▶ [PROBLEM DETAILS]
Every line that contains "instantiate" must be located and copied from the data.

▶ [SUPPLIED RECORDS]
★ ★ ★ ★
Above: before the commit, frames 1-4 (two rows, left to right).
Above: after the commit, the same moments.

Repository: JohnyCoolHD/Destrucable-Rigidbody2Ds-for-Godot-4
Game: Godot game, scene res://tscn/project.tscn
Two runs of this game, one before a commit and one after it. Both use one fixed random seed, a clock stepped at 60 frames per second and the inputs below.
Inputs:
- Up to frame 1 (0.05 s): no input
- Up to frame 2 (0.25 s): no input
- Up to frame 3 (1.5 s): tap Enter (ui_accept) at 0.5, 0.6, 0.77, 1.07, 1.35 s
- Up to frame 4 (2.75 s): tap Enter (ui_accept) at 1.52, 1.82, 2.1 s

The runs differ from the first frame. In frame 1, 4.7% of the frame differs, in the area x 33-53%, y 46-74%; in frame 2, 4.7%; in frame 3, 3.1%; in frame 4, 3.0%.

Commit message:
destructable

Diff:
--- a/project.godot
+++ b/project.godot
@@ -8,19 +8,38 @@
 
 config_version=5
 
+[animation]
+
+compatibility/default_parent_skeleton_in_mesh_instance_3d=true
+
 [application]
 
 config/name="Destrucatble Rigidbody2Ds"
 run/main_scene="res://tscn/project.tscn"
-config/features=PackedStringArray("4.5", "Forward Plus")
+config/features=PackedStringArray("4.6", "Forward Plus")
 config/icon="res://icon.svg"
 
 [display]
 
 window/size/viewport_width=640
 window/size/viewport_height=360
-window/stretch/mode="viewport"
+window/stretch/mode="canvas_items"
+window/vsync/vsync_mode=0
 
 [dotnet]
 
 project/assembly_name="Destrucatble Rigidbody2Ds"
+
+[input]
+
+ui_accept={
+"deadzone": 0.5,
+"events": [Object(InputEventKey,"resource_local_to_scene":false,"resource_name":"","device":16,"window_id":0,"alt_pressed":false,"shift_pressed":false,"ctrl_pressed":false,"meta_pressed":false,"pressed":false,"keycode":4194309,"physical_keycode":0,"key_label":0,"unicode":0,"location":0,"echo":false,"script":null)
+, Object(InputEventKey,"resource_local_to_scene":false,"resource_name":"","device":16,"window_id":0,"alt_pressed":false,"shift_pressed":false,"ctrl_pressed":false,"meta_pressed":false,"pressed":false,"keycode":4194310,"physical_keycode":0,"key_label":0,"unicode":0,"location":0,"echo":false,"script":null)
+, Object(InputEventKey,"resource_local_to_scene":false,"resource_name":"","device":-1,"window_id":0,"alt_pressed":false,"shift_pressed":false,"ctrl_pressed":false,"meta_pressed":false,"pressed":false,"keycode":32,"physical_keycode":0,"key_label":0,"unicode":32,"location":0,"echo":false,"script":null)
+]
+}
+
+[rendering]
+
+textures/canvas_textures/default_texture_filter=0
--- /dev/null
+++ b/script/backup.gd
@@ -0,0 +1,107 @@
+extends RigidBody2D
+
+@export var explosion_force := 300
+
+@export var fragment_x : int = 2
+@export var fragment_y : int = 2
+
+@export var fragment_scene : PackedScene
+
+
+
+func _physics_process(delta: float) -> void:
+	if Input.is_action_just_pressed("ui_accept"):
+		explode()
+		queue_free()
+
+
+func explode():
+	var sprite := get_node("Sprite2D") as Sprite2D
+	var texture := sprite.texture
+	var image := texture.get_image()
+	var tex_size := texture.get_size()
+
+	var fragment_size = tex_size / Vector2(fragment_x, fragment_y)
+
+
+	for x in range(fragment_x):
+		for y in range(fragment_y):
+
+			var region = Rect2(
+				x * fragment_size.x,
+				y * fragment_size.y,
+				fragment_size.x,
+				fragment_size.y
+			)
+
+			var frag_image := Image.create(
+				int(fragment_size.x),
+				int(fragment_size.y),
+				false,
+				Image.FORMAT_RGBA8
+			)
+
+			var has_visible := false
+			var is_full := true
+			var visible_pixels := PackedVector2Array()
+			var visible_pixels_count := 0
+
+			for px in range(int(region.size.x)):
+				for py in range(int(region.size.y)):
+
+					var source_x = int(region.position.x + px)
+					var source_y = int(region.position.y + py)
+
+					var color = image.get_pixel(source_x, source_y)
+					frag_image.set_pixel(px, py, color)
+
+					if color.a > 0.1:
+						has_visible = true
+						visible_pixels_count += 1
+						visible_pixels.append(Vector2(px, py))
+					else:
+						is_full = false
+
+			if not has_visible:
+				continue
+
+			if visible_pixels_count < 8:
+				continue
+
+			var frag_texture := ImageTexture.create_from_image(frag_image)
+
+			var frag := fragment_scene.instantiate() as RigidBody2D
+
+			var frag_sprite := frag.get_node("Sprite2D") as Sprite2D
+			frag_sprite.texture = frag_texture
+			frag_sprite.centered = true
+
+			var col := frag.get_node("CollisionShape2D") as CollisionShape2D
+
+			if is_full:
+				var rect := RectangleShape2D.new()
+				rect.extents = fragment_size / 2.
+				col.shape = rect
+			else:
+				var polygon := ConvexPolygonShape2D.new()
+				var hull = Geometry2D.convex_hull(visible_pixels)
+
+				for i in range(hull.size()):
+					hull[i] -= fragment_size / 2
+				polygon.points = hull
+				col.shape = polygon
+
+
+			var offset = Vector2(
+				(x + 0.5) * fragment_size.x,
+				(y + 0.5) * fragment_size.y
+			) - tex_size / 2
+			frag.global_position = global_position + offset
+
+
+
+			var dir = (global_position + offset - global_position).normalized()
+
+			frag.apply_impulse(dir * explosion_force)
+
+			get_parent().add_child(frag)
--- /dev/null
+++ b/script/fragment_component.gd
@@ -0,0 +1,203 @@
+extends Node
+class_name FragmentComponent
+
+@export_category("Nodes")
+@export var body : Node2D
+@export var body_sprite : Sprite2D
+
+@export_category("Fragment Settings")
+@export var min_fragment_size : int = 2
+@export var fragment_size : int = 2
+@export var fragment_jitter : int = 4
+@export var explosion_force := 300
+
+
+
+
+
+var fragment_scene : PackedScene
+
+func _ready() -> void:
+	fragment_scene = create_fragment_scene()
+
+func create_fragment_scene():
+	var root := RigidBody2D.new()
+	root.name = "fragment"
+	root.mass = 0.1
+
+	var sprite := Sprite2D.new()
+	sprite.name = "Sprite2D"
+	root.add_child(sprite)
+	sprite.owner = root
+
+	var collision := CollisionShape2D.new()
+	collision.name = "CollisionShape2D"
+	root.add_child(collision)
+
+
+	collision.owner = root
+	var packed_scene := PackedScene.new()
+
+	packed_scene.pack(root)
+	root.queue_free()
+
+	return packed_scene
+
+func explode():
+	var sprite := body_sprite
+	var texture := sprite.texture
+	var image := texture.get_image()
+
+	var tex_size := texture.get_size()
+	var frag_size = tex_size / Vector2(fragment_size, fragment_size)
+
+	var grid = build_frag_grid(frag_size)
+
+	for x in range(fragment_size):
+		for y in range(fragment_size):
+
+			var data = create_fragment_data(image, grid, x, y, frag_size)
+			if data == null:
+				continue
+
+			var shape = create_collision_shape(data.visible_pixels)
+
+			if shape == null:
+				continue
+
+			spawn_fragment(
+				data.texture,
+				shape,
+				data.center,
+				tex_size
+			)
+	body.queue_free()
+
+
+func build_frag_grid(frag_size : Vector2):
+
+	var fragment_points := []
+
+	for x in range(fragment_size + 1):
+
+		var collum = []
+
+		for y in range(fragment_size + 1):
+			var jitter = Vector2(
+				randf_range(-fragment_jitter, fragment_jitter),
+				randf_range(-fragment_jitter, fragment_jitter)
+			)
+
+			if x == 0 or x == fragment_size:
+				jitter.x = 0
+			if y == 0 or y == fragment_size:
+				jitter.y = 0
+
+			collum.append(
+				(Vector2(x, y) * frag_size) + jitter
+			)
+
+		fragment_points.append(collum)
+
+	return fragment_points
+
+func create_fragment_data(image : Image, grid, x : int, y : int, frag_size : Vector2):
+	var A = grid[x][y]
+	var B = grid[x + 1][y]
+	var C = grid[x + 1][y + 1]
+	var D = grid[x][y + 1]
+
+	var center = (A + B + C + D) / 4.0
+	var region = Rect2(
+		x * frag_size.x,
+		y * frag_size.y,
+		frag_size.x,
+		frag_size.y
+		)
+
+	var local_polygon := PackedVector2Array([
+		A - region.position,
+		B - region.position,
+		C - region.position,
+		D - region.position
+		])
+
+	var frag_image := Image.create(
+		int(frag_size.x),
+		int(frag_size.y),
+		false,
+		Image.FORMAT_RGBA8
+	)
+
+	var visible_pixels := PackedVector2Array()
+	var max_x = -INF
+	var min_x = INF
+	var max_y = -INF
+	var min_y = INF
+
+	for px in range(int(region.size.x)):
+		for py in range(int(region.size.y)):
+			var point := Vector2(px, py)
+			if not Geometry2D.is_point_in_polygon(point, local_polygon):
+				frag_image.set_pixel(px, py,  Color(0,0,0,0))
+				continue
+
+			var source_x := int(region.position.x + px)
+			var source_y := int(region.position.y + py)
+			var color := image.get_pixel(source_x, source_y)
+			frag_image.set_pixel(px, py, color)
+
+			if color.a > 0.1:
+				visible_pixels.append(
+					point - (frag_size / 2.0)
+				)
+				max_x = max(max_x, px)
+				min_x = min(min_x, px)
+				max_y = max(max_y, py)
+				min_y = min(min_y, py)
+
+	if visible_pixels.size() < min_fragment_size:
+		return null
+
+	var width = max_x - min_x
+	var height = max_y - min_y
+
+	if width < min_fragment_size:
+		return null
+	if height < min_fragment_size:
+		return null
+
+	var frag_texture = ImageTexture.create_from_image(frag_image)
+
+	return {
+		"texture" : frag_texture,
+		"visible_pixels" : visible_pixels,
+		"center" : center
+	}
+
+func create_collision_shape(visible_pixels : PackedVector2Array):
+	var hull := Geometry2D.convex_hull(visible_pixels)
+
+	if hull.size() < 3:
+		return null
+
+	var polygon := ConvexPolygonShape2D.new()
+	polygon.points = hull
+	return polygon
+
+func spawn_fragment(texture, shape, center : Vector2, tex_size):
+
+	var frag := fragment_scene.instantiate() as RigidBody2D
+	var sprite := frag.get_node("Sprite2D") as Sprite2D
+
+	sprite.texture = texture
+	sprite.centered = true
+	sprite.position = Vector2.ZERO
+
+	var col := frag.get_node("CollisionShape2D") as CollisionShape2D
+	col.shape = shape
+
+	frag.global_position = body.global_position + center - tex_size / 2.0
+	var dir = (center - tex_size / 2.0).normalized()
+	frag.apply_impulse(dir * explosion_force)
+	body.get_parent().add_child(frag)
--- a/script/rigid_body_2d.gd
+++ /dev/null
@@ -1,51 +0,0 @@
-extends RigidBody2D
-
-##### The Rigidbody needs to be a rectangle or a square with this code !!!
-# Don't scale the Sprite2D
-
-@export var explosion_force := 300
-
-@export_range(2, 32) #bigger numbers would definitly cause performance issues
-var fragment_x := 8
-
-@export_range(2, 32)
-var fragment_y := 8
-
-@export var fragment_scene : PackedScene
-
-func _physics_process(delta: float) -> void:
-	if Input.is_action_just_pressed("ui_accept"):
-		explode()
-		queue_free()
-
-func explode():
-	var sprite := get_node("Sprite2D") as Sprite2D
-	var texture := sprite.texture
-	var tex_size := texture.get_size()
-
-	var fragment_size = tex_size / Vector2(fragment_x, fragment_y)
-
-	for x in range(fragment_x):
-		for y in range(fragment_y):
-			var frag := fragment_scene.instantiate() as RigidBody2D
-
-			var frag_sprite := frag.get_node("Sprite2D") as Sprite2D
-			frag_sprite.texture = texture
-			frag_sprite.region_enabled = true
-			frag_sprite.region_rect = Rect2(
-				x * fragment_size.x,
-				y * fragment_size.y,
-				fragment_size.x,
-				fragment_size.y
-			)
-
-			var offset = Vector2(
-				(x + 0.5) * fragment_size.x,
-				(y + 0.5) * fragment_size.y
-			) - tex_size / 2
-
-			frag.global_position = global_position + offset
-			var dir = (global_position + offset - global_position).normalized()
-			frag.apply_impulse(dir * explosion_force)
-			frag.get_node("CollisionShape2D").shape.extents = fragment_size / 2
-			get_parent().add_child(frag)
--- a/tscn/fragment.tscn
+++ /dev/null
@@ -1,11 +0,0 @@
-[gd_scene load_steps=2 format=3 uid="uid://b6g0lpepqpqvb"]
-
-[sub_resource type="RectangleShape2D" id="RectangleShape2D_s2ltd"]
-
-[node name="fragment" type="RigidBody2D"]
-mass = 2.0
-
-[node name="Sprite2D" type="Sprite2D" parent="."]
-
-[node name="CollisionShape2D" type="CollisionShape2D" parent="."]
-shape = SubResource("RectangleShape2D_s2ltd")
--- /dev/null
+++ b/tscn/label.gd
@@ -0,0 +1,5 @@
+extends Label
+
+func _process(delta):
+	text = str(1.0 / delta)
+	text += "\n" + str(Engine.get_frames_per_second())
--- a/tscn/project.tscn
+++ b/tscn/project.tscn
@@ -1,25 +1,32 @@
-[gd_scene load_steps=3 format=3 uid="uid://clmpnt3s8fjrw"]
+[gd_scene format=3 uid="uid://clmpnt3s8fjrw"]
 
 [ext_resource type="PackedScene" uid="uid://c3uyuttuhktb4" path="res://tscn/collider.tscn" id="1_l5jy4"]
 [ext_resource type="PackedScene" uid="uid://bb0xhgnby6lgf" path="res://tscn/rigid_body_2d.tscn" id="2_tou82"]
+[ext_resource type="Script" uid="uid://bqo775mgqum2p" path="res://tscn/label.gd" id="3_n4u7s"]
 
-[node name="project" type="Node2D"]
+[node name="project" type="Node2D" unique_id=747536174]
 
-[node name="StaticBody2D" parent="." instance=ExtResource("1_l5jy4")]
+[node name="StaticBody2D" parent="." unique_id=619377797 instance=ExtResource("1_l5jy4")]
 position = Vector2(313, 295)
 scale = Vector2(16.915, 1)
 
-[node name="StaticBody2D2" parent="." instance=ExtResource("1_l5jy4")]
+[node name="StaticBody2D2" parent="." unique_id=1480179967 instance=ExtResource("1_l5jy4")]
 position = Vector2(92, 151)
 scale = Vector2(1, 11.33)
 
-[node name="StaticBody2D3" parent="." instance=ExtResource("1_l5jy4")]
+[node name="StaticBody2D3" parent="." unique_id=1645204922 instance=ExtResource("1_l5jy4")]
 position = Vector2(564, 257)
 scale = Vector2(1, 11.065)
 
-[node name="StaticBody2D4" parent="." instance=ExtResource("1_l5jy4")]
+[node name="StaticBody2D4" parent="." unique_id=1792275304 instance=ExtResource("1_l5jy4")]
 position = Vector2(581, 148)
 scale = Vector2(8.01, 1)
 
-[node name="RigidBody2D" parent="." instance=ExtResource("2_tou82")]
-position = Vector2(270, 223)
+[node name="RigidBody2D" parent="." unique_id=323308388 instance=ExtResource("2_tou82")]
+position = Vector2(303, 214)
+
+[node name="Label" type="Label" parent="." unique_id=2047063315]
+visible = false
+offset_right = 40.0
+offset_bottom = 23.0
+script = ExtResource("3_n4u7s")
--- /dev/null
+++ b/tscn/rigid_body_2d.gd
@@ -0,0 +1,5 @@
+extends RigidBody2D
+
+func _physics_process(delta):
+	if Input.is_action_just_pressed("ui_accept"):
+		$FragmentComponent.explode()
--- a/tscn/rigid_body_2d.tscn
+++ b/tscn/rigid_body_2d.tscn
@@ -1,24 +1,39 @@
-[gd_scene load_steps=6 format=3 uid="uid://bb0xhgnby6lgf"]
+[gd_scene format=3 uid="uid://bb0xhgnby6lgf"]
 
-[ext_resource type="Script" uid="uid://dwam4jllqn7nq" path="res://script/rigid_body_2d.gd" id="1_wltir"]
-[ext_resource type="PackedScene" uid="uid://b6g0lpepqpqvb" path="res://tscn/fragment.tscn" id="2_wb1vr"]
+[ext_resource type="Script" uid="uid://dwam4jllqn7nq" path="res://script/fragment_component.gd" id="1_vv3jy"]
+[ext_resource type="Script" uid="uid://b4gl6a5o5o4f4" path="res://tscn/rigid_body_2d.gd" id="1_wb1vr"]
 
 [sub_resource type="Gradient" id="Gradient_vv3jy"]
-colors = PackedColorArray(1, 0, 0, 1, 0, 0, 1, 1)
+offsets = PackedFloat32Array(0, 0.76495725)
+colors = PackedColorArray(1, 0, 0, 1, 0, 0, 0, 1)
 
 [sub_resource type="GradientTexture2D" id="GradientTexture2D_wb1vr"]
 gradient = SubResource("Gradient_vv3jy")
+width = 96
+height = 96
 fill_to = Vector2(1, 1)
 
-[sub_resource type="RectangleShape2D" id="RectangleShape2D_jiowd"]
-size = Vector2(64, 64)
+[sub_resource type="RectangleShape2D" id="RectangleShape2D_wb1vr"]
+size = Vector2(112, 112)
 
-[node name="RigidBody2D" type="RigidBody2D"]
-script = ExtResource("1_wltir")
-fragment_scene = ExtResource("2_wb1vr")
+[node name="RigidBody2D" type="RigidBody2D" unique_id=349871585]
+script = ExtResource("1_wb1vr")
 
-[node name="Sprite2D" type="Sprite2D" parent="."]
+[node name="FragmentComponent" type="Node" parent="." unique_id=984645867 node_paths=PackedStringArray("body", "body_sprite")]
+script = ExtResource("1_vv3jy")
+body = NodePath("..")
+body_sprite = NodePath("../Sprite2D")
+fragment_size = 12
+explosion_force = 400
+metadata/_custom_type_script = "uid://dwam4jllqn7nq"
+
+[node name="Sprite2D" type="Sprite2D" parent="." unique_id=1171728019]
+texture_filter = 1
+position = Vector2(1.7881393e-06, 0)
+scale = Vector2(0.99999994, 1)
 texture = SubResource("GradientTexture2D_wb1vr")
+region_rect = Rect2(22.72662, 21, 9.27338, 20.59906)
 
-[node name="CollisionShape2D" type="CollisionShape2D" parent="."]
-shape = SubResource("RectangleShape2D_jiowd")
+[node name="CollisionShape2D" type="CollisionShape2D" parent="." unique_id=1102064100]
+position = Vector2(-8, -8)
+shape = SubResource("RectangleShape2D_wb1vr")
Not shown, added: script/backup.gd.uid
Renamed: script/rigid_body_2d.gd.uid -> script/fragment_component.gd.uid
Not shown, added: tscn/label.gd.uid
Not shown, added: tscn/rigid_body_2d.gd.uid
★ ★ ★ ★
▶ [OUTPUT FOR THIS TASK]
+			var frag := fragment_scene.instantiate() as RigidBody2D
+	var frag := fragment_scene.instantiate() as RigidBody2D
-			var frag := fragment_scene.instantiate() as RigidBody2D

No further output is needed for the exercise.